- About this exercise: Return every record exactly as written.

- Task material:
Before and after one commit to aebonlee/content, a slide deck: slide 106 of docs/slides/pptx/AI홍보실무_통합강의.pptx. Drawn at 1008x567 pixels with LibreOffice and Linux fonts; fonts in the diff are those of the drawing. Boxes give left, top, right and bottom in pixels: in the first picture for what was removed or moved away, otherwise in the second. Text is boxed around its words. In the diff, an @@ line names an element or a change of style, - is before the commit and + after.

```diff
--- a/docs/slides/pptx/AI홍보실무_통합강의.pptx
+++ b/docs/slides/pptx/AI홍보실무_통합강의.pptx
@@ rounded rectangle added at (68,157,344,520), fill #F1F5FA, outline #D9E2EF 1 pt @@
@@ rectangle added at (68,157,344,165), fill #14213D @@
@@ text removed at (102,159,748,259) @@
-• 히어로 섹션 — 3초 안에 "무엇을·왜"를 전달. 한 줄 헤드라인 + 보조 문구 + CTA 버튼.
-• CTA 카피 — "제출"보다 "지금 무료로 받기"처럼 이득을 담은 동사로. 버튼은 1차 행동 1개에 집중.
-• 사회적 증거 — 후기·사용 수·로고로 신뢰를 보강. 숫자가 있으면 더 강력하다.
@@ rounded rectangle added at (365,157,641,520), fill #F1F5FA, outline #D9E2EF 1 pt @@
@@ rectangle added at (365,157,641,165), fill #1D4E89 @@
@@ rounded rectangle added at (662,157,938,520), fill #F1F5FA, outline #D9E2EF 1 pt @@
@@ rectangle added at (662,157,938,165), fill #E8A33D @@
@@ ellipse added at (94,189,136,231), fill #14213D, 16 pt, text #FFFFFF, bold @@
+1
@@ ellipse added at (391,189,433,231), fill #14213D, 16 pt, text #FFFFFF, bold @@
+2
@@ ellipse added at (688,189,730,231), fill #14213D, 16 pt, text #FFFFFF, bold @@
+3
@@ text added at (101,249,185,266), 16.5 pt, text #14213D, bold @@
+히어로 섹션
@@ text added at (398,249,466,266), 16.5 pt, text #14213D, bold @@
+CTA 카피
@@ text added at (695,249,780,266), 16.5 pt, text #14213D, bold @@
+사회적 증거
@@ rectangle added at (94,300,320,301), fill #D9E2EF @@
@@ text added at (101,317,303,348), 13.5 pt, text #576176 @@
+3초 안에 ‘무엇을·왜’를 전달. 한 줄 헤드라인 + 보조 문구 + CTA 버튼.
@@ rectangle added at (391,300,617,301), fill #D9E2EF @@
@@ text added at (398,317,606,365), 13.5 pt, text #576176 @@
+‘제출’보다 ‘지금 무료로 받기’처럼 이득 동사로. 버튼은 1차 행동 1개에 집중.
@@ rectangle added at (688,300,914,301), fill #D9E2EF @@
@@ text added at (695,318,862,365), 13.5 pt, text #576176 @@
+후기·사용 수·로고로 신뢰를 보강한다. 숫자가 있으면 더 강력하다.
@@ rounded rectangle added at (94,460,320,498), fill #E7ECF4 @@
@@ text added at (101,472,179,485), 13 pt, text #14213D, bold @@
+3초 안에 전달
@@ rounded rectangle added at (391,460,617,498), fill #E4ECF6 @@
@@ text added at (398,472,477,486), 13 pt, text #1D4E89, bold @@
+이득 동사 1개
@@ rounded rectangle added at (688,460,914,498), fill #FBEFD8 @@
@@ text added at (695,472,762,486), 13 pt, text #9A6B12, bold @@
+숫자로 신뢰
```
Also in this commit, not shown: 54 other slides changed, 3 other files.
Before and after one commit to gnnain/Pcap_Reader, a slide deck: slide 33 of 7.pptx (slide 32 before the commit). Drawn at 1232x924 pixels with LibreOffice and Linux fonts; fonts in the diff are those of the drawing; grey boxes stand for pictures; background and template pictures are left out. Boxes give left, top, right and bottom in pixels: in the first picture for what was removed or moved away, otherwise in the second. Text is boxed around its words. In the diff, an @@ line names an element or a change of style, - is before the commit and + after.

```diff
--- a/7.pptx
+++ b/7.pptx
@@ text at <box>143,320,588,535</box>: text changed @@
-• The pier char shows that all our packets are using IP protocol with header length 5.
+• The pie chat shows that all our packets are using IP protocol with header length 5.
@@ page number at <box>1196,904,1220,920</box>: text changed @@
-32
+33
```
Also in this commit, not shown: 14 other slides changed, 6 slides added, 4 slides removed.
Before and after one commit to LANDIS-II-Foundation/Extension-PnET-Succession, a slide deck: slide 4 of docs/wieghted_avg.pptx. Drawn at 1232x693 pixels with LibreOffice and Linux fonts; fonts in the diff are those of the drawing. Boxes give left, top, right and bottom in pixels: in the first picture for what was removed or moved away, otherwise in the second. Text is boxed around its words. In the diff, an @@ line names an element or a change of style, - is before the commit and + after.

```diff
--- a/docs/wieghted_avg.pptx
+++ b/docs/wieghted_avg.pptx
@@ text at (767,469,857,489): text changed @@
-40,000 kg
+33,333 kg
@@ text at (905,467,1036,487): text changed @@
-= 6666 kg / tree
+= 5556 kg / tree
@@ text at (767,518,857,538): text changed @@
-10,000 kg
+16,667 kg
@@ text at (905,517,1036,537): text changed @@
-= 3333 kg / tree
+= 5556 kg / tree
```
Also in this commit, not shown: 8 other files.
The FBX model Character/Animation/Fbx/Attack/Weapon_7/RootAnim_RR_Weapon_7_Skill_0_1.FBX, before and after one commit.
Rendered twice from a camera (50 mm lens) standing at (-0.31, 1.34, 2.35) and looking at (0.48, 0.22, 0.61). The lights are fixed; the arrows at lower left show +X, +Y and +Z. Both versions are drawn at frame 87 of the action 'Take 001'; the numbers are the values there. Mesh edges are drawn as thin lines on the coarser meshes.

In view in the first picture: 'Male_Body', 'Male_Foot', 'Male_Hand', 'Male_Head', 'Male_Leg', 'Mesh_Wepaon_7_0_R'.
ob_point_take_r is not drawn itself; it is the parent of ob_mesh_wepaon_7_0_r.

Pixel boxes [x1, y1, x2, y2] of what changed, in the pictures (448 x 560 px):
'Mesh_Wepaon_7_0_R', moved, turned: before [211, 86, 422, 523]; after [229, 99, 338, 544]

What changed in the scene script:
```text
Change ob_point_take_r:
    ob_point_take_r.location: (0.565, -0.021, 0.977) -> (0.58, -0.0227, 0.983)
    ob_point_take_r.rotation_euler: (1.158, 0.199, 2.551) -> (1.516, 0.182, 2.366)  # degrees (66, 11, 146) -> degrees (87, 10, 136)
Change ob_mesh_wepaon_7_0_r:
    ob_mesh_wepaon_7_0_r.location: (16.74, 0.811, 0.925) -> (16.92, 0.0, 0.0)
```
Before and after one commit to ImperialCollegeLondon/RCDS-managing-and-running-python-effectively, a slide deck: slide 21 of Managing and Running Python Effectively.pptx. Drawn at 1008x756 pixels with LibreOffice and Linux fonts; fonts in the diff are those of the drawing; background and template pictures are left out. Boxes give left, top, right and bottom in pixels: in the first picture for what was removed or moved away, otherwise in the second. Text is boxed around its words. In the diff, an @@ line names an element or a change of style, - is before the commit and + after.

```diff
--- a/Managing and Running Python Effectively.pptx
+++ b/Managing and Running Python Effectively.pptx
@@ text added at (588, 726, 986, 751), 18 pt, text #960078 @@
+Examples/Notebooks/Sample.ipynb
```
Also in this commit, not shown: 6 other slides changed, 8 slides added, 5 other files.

- Task answer:
Before and after one commit to aebonlee/content, a slide deck: slide 106 of docs/slides/pptx/AI홍보실무_통합강의.pptx. Drawn at 1008x567 pixels with LibreOffice and Linux fonts; fonts in the diff are those of the drawing. Boxes give left, top, right and bottom in pixels: in the first picture for what was removed or moved away, otherwise in the second. Text is boxed around its words. In the diff, an @@ line names an element or a change of style, - is before the commit and + after.

```diff
--- a/docs/slides/pptx/AI홍보실무_통합강의.pptx
+++ b/docs/slides/pptx/AI홍보실무_통합강의.pptx
@@ rounded rectangle added at (68,157,344,520), fill #F1F5FA, outline #D9E2EF 1 pt @@
@@ rectangle added at (68,157,344,165), fill #14213D @@
@@ text removed at (102,159,748,259) @@
-• 히어로 섹션 — 3초 안에 "무엇을·왜"를 전달. 한 줄 헤드라인 + 보조 문구 + CTA 버튼.
-• CTA 카피 — "제출"보다 "지금 무료로 받기"처럼 이득을 담은 동사로. 버튼은 1차 행동 1개에 집중.
-• 사회적 증거 — 후기·사용 수·로고로 신뢰를 보강. 숫자가 있으면 더 강력하다.
@@ rounded rectangle added at (365,157,641,520), fill #F1F5FA, outline #D9E2EF 1 pt @@
@@ rectangle added at (365,157,641,165), fill #1D4E89 @@
@@ rounded rectangle added at (662,157,938,520), fill #F1F5FA, outline #D9E2EF 1 pt @@
@@ rectangle added at (662,157,938,165), fill #E8A33D @@
@@ ellipse added at (94,189,136,231), fill #14213D, 16 pt, text #FFFFFF, bold @@
+1
@@ ellipse added at (391,189,433,231), fill #14213D, 16 pt, text #FFFFFF, bold @@
+2
@@ ellipse added at (688,189,730,231), fill #14213D, 16 pt, text #FFFFFF, bold @@
+3
@@ text added at (101,249,185,266), 16.5 pt, text #14213D, bold @@
+히어로 섹션
@@ text added at (398,249,466,266), 16.5 pt, text #14213D, bold @@
+CTA 카피
@@ text added at (695,249,780,266), 16.5 pt, text #14213D, bold @@
+사회적 증거
@@ rectangle added at (94,300,320,301), fill #D9E2EF @@
@@ text added at (101,317,303,348), 13.5 pt, text #576176 @@
+3초 안에 ‘무엇을·왜’를 전달. 한 줄 헤드라인 + 보조 문구 + CTA 버튼.
@@ rectangle added at (391,300,617,301), fill #D9E2EF @@
@@ text added at (398,317,606,365), 13.5 pt, text #576176 @@
+‘제출’보다 ‘지금 무료로 받기’처럼 이득 동사로. 버튼은 1차 행동 1개에 집중.
@@ rectangle added at (688,300,914,301), fill #D9E2EF @@
@@ text added at (695,318,862,365), 13.5 pt, text #576176 @@
+후기·사용 수·로고로 신뢰를 보강한다. 숫자가 있으면 더 강력하다.
@@ rounded rectangle added at (94,460,320,498), fill #E7ECF4 @@
@@ text added at (101,472,179,485), 13 pt, text #14213D, bold @@
+3초 안에 전달
@@ rounded rectangle added at (391,460,617,498), fill #E4ECF6 @@
@@ text added at (398,472,477,486), 13 pt, text #1D4E89, bold @@
+이득 동사 1개
@@ rounded rectangle added at (688,460,914,498), fill #FBEFD8 @@
@@ text added at (695,472,762,486), 13 pt, text #9A6B12, bold @@
+숫자로 신뢰
```
Also in this commit, not shown: 54 other slides changed, 3 other files.
Before and after one commit to gnnain/Pcap_Reader, a slide deck: slide 33 of 7.pptx (slide 32 before the commit). Drawn at 1232x924 pixels with LibreOffice and Linux fonts; fonts in the diff are those of the drawing; grey boxes stand for pictures; background and template pictures are left out. Boxes give left, top, right and bottom in pixels: in the first picture for what was removed or moved away, otherwise in the second. Text is boxed around its words. In the diff, an @@ line names an element or a change of style, - is before the commit and + after.

```diff
--- a/7.pptx
+++ b/7.pptx
@@ text at <box>143,320,588,535</box>: text changed @@
-• The pier char shows that all our packets are using IP protocol with header length 5.
+• The pie chat shows that all our packets are using IP protocol with header length 5.
@@ page number at <box>1196,904,1220,920</box>: text changed @@
-32
+33
```
Also in this commit, not shown: 14 other slides changed, 6 slides added, 4 slides removed.
Before and after one commit to LANDIS-II-Foundation/Extension-PnET-Succession, a slide deck: slide 4 of docs/wieghted_avg.pptx. Drawn at 1232x693 pixels with LibreOffice and Linux fonts; fonts in the diff are those of the drawing. Boxes give left, top, right and bottom in pixels: in the first picture for what was removed or moved away, otherwise in the second. Text is boxed around its words. In the diff, an @@ line names an element or a change of style, - is before the commit and + after.

```diff
--- a/docs/wieghted_avg.pptx
+++ b/docs/wieghted_avg.pptx
@@ text at (767,469,857,489): text changed @@
-40,000 kg
+33,333 kg
@@ text at (905,467,1036,487): text changed @@
-= 6666 kg / tree
+= 5556 kg / tree
@@ text at (767,518,857,538): text changed @@
-10,000 kg
+16,667 kg
@@ text at (905,517,1036,537): text changed @@
-= 3333 kg / tree
+= 5556 kg / tree
```
Also in this commit, not shown: 8 other files.
The FBX model Character/Animation/Fbx/Attack/Weapon_7/RootAnim_RR_Weapon_7_Skill_0_1.FBX, before and after one commit.
Rendered twice from a camera (50 mm lens) standing at (-0.31, 1.34, 2.35) and looking at (0.48, 0.22, 0.61). The lights are fixed; the arrows at lower left show +X, +Y and +Z. Both versions are drawn at frame 87 of the action 'Take 001'; the numbers are the values there. Mesh edges are drawn as thin lines on the coarser meshes.

In view in the first picture: 'Male_Body', 'Male_Foot', 'Male_Hand', 'Male_Head', 'Male_Leg', 'Mesh_Wepaon_7_0_R'.
ob_point_take_r is not drawn itself; it is the parent of ob_mesh_wepaon_7_0_r.

Pixel boxes [x1, y1, x2, y2] of what changed, in the pictures (448 x 560 px):
'Mesh_Wepaon_7_0_R', moved, turned: before [211, 86, 422, 523]; after [229, 99, 338, 544]

What changed in the scene script:
```text
Change ob_point_take_r:
    ob_point_take_r.location: (0.565, -0.021, 0.977) -> (0.58, -0.0227, 0.983)
    ob_point_take_r.rotation_euler: (1.158, 0.199, 2.551) -> (1.516, 0.182, 2.366)  # degrees (66, 11, 146) -> degrees (87, 10, 136)
Change ob_mesh_wepaon_7_0_r:
    ob_mesh_wepaon_7_0_r.location: (16.74, 0.811, 0.925) -> (16.92, 0.0, 0.0)
```
Before and after one commit to ImperialCollegeLondon/RCDS-managing-and-running-python-effectively, a slide deck: slide 21 of Managing and Running Python Effectively.pptx. Drawn at 1008x756 pixels with LibreOffice and Linux fonts; fonts in the diff are those of the drawing; background and template pictures are left out. Boxes give left, top, right and bottom in pixels: in the first picture for what was removed or moved away, otherwise in the second. Text is boxed around its words. In the diff, an @@ line names an element or a change of style, - is before the commit and + after.

```diff
--- a/Managing and Running Python Effectively.pptx
+++ b/Managing and Running Python Effectively.pptx
@@ text added at (588, 726, 986, 751), 18 pt, text #960078 @@
+Examples/Notebooks/Sample.ipynb
```
Also in this commit, not shown: 6 other slides changed, 8 slides added, 5 other files.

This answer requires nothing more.